Virinchi’s board approved the unaudited standalone and consolidated financial results for the quarter and nine months ended 31 December 2025, with standalone revenue rising to Rs4,283.7 lakh and quarterly profit after tax strengthening to Rs838.42 lakh, reflecting ongoing expansion in service demand. The company’s nine-month profit of Rs2,208.2 lakh and improving operating margins signal resilient execution heading into the fiscal year-end, underscoring steady positioning in its target industries despite higher personnel and administrative costs.
Virinchi Limited’s board has approved seeking shareholder approval via postal ballot for a preferential allotment of convertible equity warrants to promoter Viswanath Kompella in its material subsidiary, Virinchi Health Care Private Limited, for an investment of up to 49% of the subsidiary’s equity share capital. The company expects this capital infusion to strengthen the subsidiary’s balance sheet, improve liquidity, and enhance long-term shareholder value, with the move framed as part of a broader push to support ongoing businesses and reinforce the group’s financial and operational positioning, subject to statutory shareholder approvals under SEBI regulations and the Companies Act.

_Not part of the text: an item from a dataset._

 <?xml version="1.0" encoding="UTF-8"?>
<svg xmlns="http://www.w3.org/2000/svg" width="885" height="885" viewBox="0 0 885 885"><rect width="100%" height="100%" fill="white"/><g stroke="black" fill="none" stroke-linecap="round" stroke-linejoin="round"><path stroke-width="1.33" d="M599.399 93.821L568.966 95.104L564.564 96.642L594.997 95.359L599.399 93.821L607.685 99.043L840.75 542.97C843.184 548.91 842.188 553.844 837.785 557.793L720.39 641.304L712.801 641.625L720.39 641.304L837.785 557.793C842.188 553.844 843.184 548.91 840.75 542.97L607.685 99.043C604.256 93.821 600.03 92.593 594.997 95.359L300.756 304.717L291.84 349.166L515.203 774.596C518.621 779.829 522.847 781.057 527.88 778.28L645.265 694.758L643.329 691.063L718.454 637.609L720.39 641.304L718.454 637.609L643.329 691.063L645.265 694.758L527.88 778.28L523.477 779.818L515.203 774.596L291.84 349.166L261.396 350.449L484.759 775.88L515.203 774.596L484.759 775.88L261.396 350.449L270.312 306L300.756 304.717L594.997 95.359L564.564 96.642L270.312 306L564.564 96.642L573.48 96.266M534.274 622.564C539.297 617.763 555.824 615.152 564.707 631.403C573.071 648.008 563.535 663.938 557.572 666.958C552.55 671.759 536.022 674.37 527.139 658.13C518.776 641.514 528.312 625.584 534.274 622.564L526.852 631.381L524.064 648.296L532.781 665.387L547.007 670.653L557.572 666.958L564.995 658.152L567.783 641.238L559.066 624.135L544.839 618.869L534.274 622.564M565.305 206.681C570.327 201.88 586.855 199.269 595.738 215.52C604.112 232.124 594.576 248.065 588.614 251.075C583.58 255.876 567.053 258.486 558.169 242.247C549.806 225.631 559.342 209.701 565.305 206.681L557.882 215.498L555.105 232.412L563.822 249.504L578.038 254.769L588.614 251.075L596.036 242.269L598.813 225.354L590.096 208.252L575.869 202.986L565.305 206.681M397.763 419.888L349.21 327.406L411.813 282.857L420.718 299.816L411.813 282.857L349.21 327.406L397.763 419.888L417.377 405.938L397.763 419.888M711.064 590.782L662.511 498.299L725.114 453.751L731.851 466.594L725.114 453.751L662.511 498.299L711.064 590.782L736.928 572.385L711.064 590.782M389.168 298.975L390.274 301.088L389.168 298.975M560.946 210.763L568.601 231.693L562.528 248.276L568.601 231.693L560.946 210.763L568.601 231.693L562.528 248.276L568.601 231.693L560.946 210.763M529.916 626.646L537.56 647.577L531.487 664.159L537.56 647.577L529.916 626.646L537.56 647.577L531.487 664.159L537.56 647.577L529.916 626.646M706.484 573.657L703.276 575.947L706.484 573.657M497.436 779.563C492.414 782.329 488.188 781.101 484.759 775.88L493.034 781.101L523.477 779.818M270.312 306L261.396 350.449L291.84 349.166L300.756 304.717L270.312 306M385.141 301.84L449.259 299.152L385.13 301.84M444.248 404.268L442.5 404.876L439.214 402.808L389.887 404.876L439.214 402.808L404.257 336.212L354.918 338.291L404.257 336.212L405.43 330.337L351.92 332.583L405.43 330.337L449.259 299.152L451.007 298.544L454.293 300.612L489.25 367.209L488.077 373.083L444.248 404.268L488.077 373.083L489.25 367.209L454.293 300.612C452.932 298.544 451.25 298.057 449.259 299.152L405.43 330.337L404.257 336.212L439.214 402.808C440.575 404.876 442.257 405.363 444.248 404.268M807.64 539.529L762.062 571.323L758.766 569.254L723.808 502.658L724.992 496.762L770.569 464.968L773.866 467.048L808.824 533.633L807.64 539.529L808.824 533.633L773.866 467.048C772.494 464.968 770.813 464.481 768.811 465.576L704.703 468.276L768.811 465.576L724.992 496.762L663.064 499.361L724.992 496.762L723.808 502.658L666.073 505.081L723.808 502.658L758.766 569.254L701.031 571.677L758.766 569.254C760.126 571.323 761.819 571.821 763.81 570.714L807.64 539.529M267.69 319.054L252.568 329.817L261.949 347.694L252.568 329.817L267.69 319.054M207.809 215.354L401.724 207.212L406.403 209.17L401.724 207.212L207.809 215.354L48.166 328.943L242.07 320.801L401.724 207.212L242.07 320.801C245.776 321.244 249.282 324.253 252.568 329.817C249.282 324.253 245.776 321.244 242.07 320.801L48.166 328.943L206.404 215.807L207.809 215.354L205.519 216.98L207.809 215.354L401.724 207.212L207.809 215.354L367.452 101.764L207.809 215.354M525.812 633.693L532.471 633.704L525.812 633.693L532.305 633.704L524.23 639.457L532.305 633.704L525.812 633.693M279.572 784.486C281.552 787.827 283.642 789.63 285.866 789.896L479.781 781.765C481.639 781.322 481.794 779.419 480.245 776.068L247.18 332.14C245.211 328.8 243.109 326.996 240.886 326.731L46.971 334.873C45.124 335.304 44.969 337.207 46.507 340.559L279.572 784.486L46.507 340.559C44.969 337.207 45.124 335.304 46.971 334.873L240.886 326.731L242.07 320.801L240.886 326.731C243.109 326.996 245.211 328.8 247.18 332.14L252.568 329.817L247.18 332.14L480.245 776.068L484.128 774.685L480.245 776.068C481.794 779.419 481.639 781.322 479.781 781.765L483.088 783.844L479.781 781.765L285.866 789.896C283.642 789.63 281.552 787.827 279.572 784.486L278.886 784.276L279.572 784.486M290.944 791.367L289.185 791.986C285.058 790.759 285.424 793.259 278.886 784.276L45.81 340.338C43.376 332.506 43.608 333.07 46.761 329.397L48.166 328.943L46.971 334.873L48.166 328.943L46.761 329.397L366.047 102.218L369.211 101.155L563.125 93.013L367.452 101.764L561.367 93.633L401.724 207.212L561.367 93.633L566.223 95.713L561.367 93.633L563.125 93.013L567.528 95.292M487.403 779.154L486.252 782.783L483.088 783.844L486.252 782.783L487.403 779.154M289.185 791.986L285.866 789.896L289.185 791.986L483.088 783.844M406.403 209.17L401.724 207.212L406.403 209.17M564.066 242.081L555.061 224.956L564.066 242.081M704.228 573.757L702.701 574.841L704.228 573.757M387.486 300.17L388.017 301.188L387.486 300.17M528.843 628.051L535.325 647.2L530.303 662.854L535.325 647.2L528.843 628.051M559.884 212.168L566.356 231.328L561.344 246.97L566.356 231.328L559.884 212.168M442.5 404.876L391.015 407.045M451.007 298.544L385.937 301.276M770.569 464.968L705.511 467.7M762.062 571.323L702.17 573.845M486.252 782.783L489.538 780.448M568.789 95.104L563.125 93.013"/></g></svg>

Virinchi Ltd has approved the allotment of 7.4 million convertible equity warrants at Rs 28 each, carrying a face value of Rs 10 and a premium of Rs 18, on a preferential basis to promoter group entity Vivo Bio Tech Limited. The warrants have been issued after shareholder approval at an extraordinary general meeting and in-principle approvals from both BSE and NSE, with 25% of the issue price already received and the remaining 75% payable upon conversion into fully paid equity shares; as only warrants have been issued so far, there is currently no change in Virinchi’s paid-up share capital, but the move sets up a pathway for potential future equity infusion and promoter group strengthening once the warrants are exercised.
Virinchi Limited has approved the allotment of 4 million convertible equity warrants on a preferential basis to IT Peer Technologies LLC at an issue price of Rs 28 per warrant, comprising a face value of Rs 10 and a premium of Rs 18, following shareholder approval and in-principle clearances from both BSE and NSE. The warrants, issued after receipt of 25% of the consideration, will be convertible into an equal number of fully paid equity shares upon payment of the remaining 75%, and as the conversion has not yet occurred, there is currently no change in the company’s paid-up share capital, indicating a staged capital-raising structure that will only dilute equity once the balance funds are received.